### ACTIVITY
Every line of the records below that has the word "from" should be copied.

== TASK INPUTS

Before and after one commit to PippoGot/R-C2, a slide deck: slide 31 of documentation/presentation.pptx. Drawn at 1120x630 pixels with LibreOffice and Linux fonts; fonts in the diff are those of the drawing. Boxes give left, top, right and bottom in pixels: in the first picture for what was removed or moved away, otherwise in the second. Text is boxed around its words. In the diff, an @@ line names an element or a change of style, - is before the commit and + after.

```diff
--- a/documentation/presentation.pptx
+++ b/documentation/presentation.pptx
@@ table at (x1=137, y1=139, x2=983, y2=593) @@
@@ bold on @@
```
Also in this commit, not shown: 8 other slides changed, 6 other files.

====
== TASK INPUTS

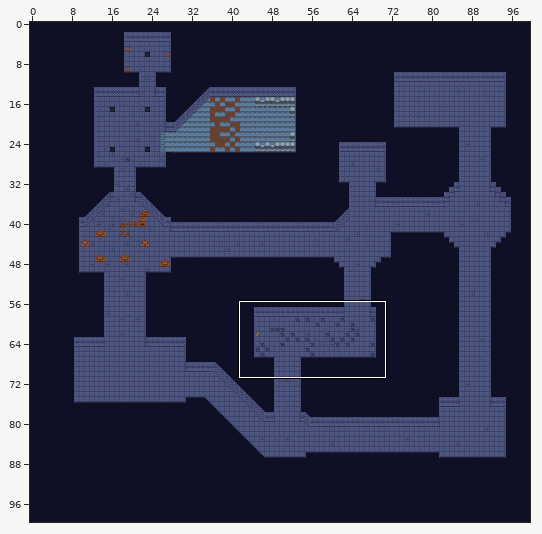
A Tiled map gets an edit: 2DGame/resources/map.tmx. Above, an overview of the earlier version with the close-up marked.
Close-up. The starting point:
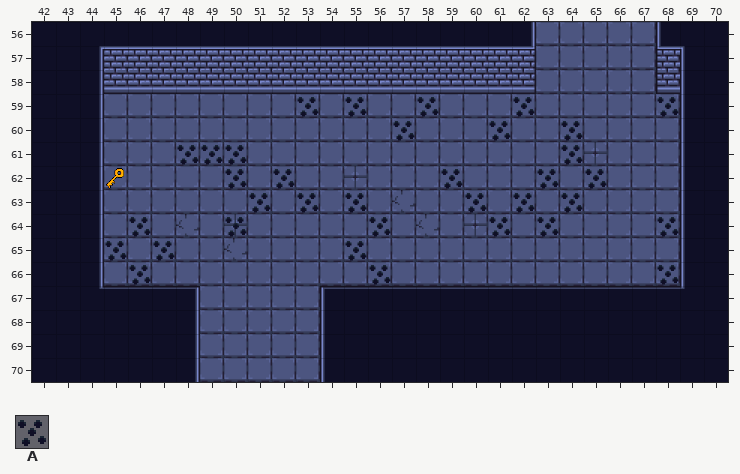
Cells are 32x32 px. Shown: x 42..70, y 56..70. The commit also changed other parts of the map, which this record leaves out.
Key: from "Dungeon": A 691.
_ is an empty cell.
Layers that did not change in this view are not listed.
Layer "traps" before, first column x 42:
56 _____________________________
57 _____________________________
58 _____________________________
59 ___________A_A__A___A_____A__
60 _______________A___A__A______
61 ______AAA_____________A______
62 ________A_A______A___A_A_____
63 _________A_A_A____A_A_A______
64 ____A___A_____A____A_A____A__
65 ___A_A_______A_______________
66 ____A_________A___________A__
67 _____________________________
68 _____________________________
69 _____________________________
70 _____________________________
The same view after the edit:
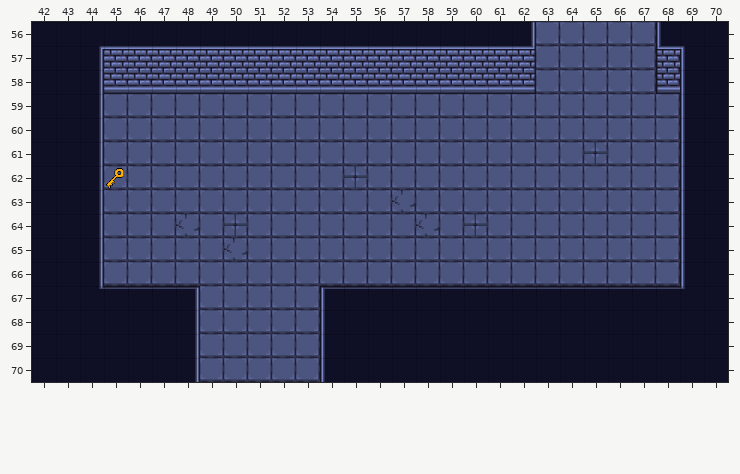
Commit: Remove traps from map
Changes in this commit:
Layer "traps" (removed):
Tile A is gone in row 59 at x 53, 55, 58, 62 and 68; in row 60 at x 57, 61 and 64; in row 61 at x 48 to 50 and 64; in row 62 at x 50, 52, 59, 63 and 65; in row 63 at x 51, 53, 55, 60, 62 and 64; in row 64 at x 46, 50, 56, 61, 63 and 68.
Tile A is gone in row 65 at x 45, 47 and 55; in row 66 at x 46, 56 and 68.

====

### COMPLETED EXERCISE
Key: from "Dungeon": A 691.
Commit: Remove traps from map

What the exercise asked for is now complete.